Repeat the listing below line by line, exactly, leaving its pictures behind.

#### Records for the exercise

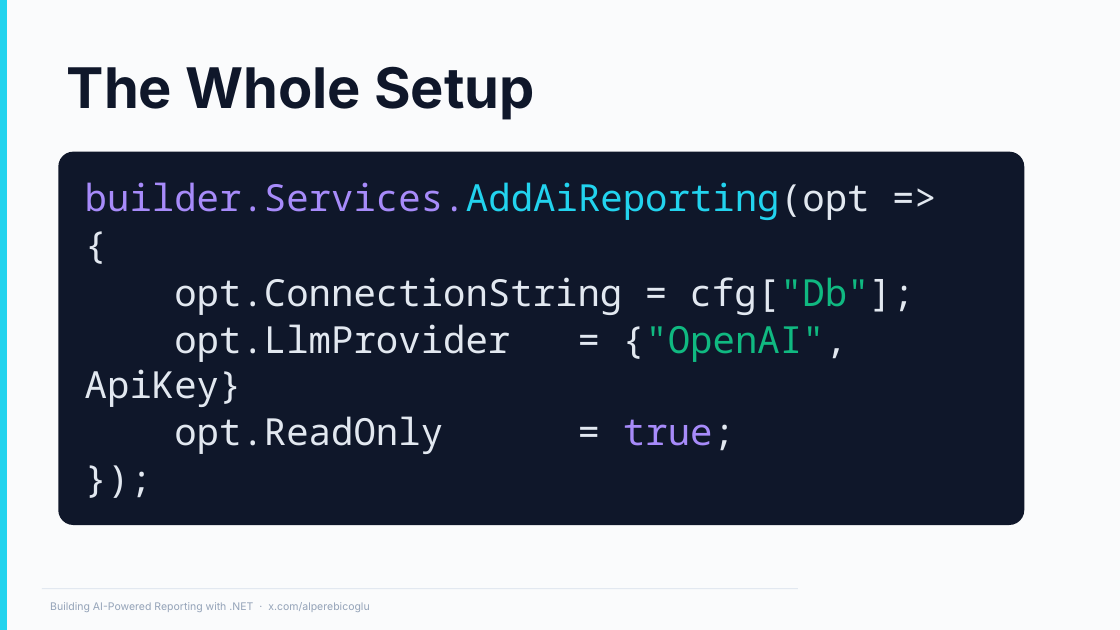
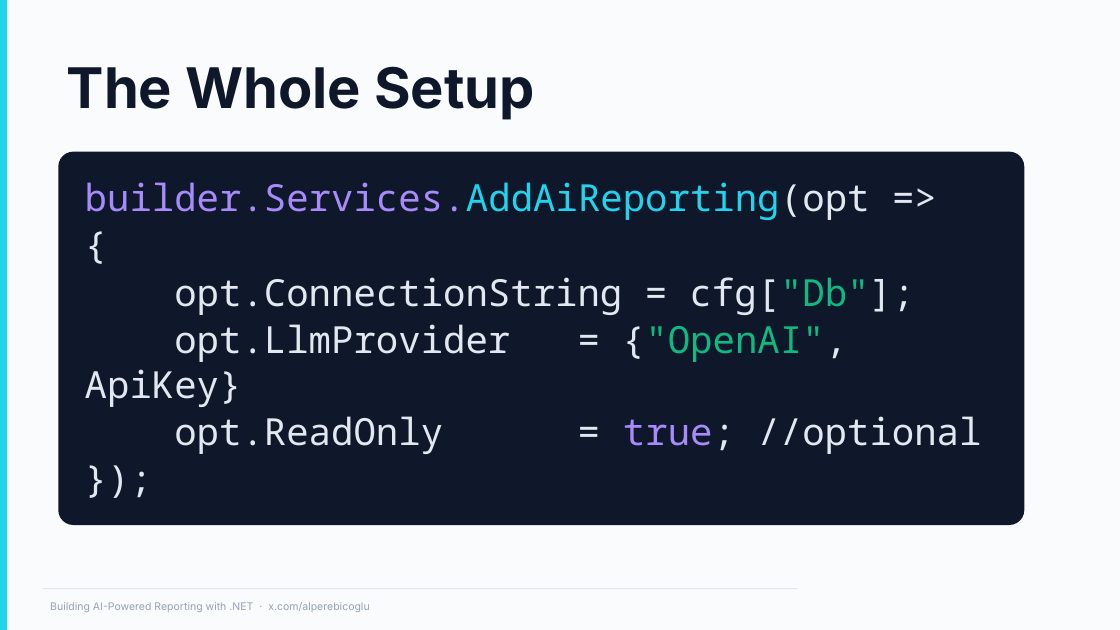
Before and after one commit to ebicoglu/chat-with-your-data-conference, a slide deck: slide 13 of Presentation.pptx. Drawn at 1120x630 pixels with LibreOffice and Linux fonts; fonts in the diff are those of the drawing; background and template pictures are left out. Boxes give left, top, right and bottom in pixels: in the first picture for what was removed or moved away, otherwise in the second. Text is boxed around its words. In the diff, an @@ line names an element or a change of style, - is before the commit and + after.

```diff
--- a/Presentation.pptx
+++ b/Presentation.pptx
@@ text in rounded rectangle at (174, 416, 982, 454): text changed @@
-opt.ReadOnly = true;
+opt.ReadOnly = true; //optional
```
Also in this commit, not shown: 4 other slides changed, 1 slide added.

########

• **Expected answer**
Before and after one commit to ebicoglu/chat-with-your-data-conference, a slide deck: slide 13 of Presentation.pptx. Drawn at 1120x630 pixels with LibreOffice and Linux fonts; fonts in the diff are those of the drawing; background and template pictures are left out. Boxes give left, top, right and bottom in pixels: in the first picture for what was removed or moved away, otherwise in the second. Text is boxed around its words. In the diff, an @@ line names an element or a change of style, - is before the commit and + after.

```diff
--- a/Presentation.pptx
+++ b/Presentation.pptx
@@ text in rounded rectangle at (174, 416, 982, 454): text changed @@
-opt.ReadOnly = true;
+opt.ReadOnly = true; //optional
```
Also in this commit, not shown: 4 other slides changed, 1 slide added.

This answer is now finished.